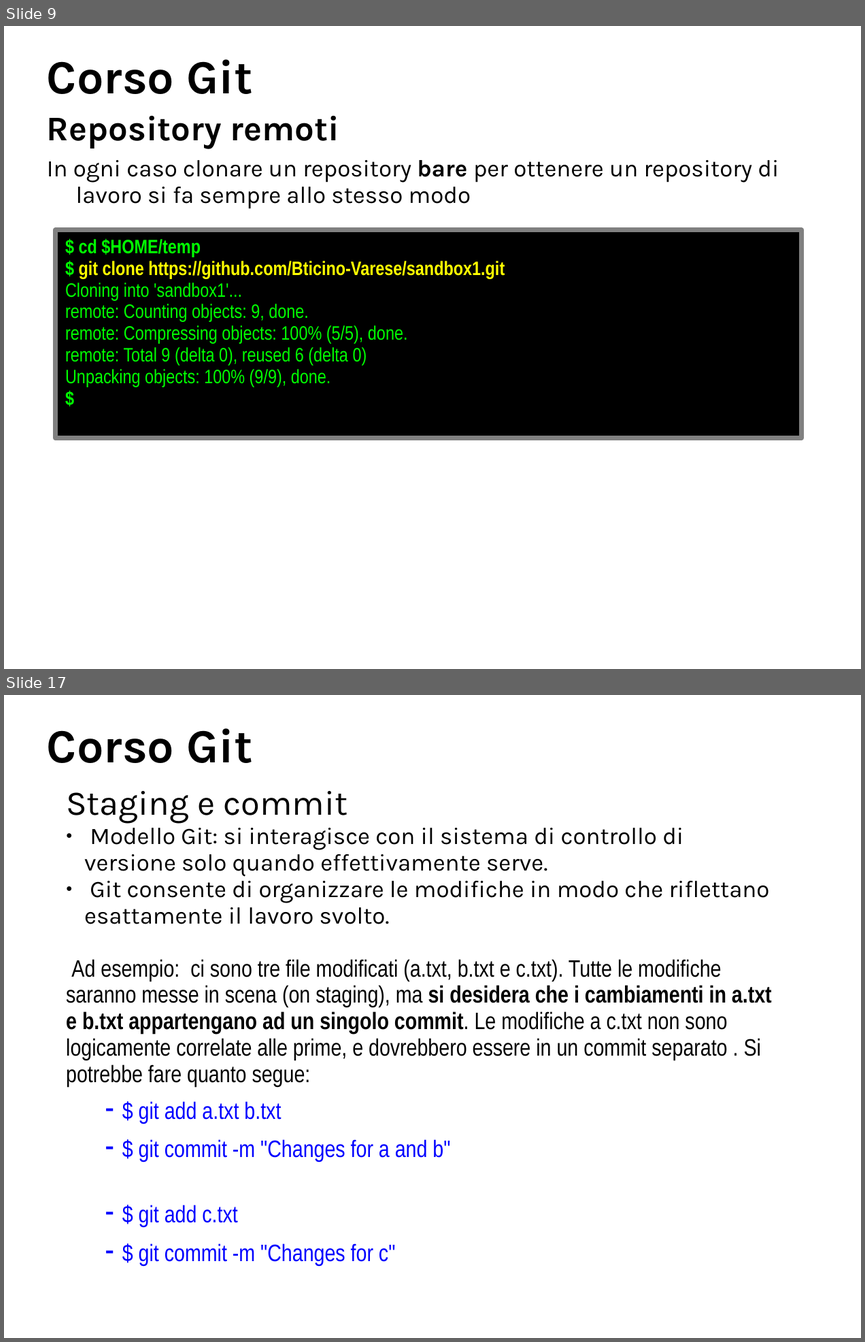
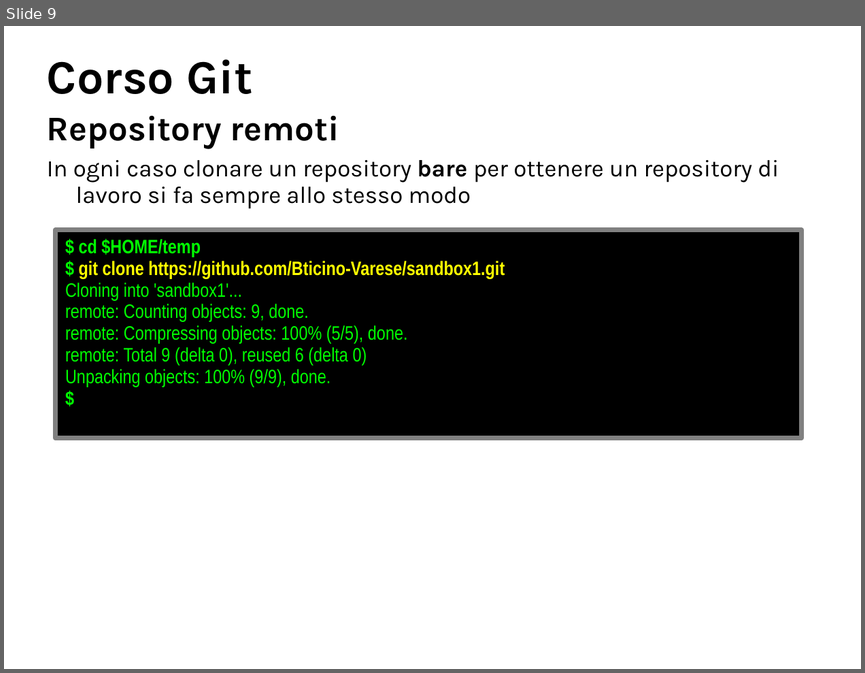
Before and after one commit to BticinoDeployer/corsogit, a slide deck: corsoGit-remoteRepo.odp. Shown one above the other, each under a label of ours: slides 9 and 17 before the commit, slide 9 after it; the slides between them are not shown. The pictures are 865x1342 and 865x673 pixels, drawn with LibreOffice and Linux fonts; fonts in the diff are those of the drawing; background and template pictures are left out. Boxes give left, top, right and bottom in pixels: in the first picture for what was removed or moved away, otherwise in the second. Text is boxed around its words. In the diff, an @@ line names an element or a change of style, - is before the commit and + after.

Commit message:
Modificate presentazioni corso e compendio

```diff
--- a/corsoGit-remoteRepo.odp
+++ b/corsoGit-remoteRepo.odp
@@ slide 17 removed at (4, 695, 861, 1338), background #FFFFFF @@
@@ title removed at (47, 728, 253, 763) @@
-Corso Git
@@ text removed at (66, 791, 772, 1265) @@
-Staging e commit
-● Modello Git: si interagisce con il sistema di controllo di versione solo quando effettivamente serve.
-● Git consente di organizzare le modifiche in modo che riflettano esattamente il lavoro svolto.
-Ad esempio: ci sono tre file modificati (a.txt, b.txt e c.txt). Tutte le modifiche saranno messe in scena (on staging), ma si desidera che i cambiamenti in a.txt e b.txt appartengano ad un singolo commit. Le modifiche a c.txt non sono logicamente correlate alle prime, e dovrebbero essere in un commit separato . Si potrebbe fare quanto segue:
-- $ git add a.txt b.txt
-- $ git commit -m "Changes for a and b"
-- $ git add c.txt
-- $ git commit -m "Changes for c"
```
Also in this commit, not shown: 2 slides changed, 9 slides added, 41 other slides removed, 4 other files.
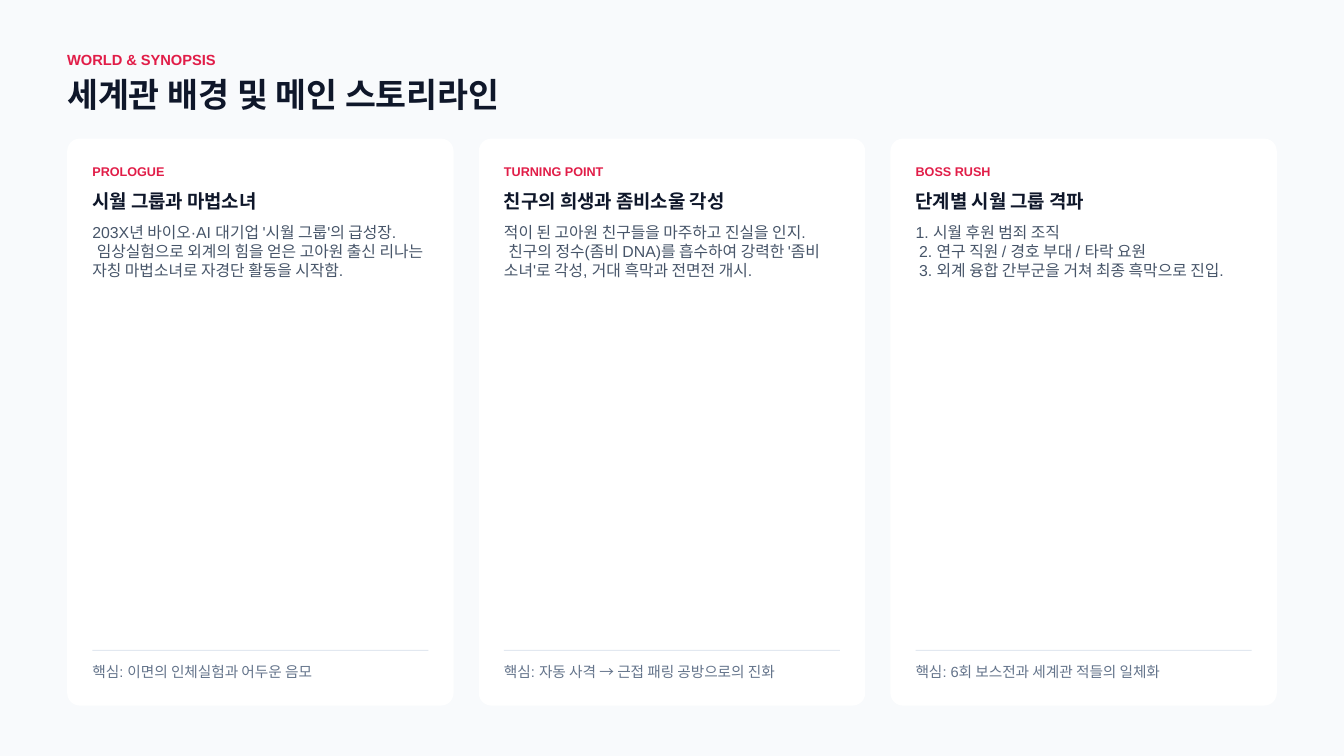
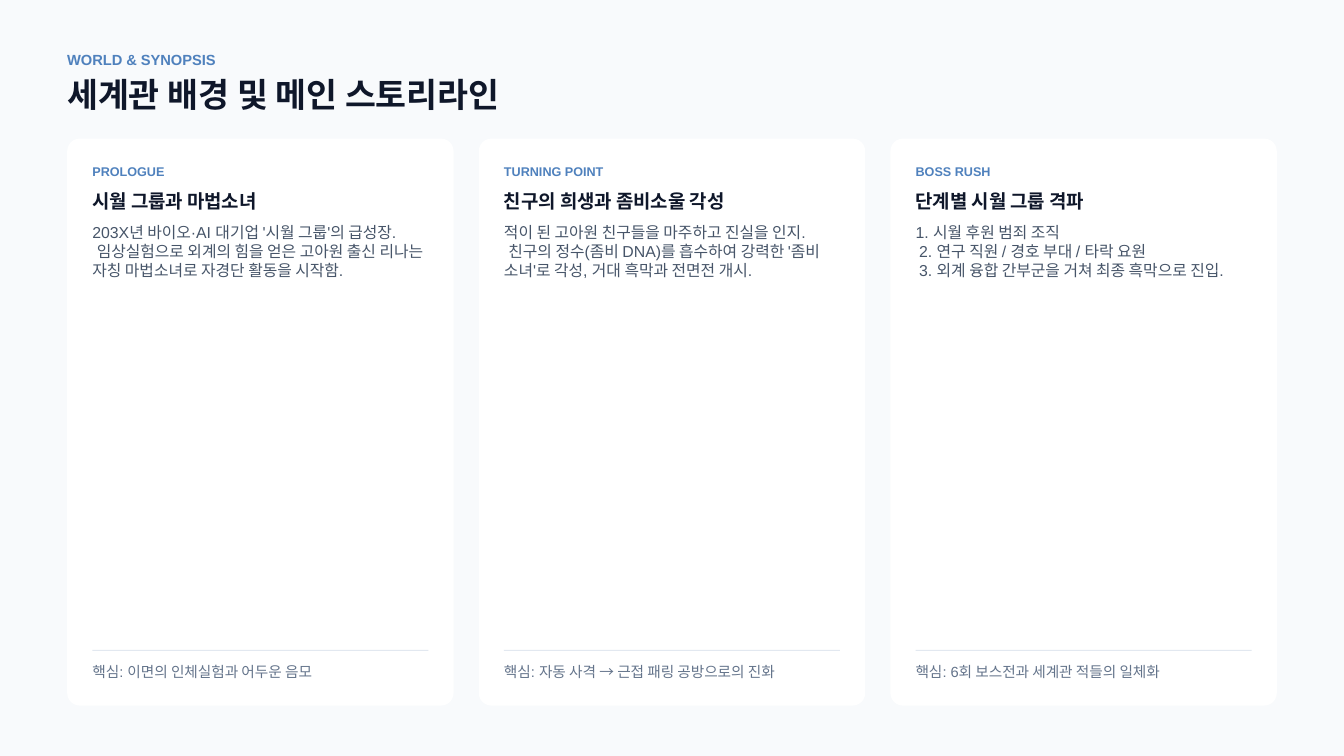
Before and after one commit to gitgiung/SBSAcademy_Team01, a slide deck: slide 15 of 좀비소울 프로젝트 개발 현황 보고.pptx (slide 14 before the commit). Drawn at 1344x756 pixels with LibreOffice and Linux fonts; fonts in the diff are those of the drawing. Boxes give left, top, right and bottom in pixels: in the first picture for what was removed or moved away, otherwise in the second. Text is boxed around its words. In the diff, an @@ line names an element or a change of style, - is before the commit and + after.

```diff
--- a/좀비소울 프로젝트 개발 현황 보고.pptx
+++ b/좀비소울 프로젝트 개발 현황 보고.pptx
@@ text colour #E11D48 to #4F81BD in 4 elements at (67, 55, 216, 65), (92, 167, 164, 176), (504, 167, 604, 176), (916, 167, 991, 176) @@
```
Also in this commit, not shown: 9 other slides changed, 1 slide added, 11 other files.

----

• [DIRECTIONS FOR THIS TASK]: Answer only with how many lines in the records include "Changes".

• [FINISHED EXERCISE]: 2